И тает облачко на небе.
Помнишь? И узкий серп луны – печали символ. ...Покинь меня, нечистый дух! Но нет: я тайной вязью душу потревожу! У одних ли курайшей не было и нет мира? Или думалось о том, что земля эта, видимая и невидимая, с морями малыми и большими, оазисами и холмами, напоена мудростью предков и нескончаемы рассказы о тайне пустынь! А сколько мудрости запрятно за облаками да горами высокими, чьи вершины никогда не открываются людям, ибо окутаны они туманами немыслимых цветов: то лёгкие и оранжевые, то тяжёлые и покрыты мраком, сквозь которые, кажется, не пробьются никакие лучи солнца! А что-то, может, запрятано в глубинах земли? Под песками тоже – занесено, и не отыщешь следов. Потому и нет мира, ибо мудрость, хоть и разлита в воздухе, улавливается лишь избранными. Не тобой ли? Но и тобой тоже!

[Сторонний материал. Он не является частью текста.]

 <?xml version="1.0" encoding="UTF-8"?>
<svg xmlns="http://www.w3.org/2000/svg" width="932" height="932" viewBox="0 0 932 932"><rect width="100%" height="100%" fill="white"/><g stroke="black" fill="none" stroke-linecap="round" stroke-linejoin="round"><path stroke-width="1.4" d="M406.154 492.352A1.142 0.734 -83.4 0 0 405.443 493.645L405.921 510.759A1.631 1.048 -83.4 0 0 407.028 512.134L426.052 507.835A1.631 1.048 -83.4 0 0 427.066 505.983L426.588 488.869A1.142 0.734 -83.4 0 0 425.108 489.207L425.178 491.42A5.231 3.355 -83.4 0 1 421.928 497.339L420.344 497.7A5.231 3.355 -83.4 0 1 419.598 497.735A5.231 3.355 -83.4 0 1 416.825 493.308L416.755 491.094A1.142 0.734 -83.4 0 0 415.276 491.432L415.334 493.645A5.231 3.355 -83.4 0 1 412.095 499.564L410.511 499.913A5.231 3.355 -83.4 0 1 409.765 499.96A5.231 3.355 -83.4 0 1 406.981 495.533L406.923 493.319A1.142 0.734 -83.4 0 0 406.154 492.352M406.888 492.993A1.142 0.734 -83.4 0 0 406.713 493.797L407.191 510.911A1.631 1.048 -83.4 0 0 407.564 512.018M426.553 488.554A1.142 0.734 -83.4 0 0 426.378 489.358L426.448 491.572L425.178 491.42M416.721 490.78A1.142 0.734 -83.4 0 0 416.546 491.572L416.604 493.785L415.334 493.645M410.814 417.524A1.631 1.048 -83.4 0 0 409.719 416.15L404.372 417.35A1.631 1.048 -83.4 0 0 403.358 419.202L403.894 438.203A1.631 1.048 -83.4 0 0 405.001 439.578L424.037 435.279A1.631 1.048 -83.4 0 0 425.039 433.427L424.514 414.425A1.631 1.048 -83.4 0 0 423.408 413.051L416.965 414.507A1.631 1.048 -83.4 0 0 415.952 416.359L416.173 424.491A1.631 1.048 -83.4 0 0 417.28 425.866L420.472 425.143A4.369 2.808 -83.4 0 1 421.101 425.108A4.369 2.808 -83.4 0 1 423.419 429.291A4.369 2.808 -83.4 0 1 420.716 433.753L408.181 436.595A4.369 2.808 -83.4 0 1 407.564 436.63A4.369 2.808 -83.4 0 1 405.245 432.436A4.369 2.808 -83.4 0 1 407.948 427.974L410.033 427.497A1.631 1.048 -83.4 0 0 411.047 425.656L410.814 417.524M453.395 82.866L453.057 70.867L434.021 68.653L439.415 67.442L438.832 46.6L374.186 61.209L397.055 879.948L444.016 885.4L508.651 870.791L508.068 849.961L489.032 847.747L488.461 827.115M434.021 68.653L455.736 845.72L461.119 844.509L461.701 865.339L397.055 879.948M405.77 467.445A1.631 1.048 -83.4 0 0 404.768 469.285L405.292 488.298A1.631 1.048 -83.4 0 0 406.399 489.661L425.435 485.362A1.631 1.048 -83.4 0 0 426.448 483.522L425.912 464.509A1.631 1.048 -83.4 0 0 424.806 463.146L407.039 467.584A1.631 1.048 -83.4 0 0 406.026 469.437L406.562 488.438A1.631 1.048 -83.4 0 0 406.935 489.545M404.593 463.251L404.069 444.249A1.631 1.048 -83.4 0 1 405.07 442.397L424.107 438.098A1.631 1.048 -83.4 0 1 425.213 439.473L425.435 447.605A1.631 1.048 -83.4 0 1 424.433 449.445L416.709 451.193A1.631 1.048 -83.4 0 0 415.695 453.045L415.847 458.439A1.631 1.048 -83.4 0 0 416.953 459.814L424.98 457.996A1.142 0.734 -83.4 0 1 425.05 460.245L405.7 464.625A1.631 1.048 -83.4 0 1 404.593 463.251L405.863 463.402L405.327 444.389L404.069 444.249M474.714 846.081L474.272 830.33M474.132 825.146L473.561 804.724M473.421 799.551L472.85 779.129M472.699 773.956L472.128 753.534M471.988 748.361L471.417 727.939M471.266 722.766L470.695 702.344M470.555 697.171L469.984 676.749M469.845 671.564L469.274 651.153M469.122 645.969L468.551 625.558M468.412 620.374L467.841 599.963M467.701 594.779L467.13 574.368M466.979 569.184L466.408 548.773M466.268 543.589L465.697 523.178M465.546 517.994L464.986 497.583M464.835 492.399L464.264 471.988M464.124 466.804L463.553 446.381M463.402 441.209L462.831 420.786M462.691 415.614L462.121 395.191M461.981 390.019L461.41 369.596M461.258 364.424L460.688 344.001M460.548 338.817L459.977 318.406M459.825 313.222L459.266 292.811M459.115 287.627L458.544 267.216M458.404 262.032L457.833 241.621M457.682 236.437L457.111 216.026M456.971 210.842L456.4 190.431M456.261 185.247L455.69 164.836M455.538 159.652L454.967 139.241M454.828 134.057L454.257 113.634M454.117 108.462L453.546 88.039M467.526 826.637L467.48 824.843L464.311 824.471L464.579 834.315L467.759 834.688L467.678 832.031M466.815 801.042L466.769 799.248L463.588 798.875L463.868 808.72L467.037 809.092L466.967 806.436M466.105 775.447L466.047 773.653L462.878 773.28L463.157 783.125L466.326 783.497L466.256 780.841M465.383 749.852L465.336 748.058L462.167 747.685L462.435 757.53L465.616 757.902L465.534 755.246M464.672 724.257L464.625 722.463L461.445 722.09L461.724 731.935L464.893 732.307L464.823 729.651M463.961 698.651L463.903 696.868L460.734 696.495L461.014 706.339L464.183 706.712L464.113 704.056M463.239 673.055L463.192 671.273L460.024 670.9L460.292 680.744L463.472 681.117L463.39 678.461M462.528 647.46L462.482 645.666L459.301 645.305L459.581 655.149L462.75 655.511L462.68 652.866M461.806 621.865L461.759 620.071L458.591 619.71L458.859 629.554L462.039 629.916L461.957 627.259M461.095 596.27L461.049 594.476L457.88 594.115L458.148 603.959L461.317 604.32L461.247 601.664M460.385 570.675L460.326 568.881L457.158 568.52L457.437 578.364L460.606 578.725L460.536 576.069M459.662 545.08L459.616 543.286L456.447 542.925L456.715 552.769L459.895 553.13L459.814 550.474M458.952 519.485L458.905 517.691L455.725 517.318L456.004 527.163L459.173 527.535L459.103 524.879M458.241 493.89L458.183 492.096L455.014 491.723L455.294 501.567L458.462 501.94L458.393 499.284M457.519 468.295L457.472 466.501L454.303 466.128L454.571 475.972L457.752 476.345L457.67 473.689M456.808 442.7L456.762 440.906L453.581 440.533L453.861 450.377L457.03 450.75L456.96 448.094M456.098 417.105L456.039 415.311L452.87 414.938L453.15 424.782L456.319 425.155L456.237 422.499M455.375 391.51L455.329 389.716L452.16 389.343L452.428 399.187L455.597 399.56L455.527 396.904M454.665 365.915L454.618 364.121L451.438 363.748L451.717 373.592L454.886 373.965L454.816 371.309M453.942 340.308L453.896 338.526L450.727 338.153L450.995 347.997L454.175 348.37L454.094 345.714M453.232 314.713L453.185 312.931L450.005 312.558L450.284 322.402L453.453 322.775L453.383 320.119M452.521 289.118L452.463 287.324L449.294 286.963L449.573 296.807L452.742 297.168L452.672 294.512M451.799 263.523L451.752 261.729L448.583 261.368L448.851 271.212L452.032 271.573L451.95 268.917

И Мухаммед вдруг, на удивление Абу-Талибу, – копилось, как вода в колодце Замзам, пробилось наружу – встрял в спор о Хаджар и Исмаиле:
– И вы, кто считает Исмаила, рождённого рабыней Хаджар, стоящим ниже истинно ваших!.. – Тут же перескочил на другое: мол, притесняли мать прародителя нашего. Но тот в ответ: зачав, стала Агарь (не Хаджар!) презирать свою бездетную госпожу Сару – грех, когда рабыня восстаёт против госпожи! А Сара возьми и зачни – дряхлая старуха от столетнего Авраама! – Но если, – Мухаммед ему, – не притесняема Хаджар, с чего бежать ей, спасаясь – сначала одной, потом с сыном?! И, раскаявшись – но раскаяние не тех, кто обидел, а той, которая обижена! – возвратилась, покорная воле Бога, чтобы снова терпеливо сносить обиды. И ещё спросил, вспомнив: "Сын твой, наш Исмаил, будет между людьми как дикий осел!" Привычно, когда до одури спорят иудей с иудеем, но где юноша наслышался историй?! У какого мудреца подмастерьем был, что уши его улавливали знание, взгляд примечал удивительное, сердце полнилось чуткостью? Спросил даже о том Мухаммеда, каким книжником он научен?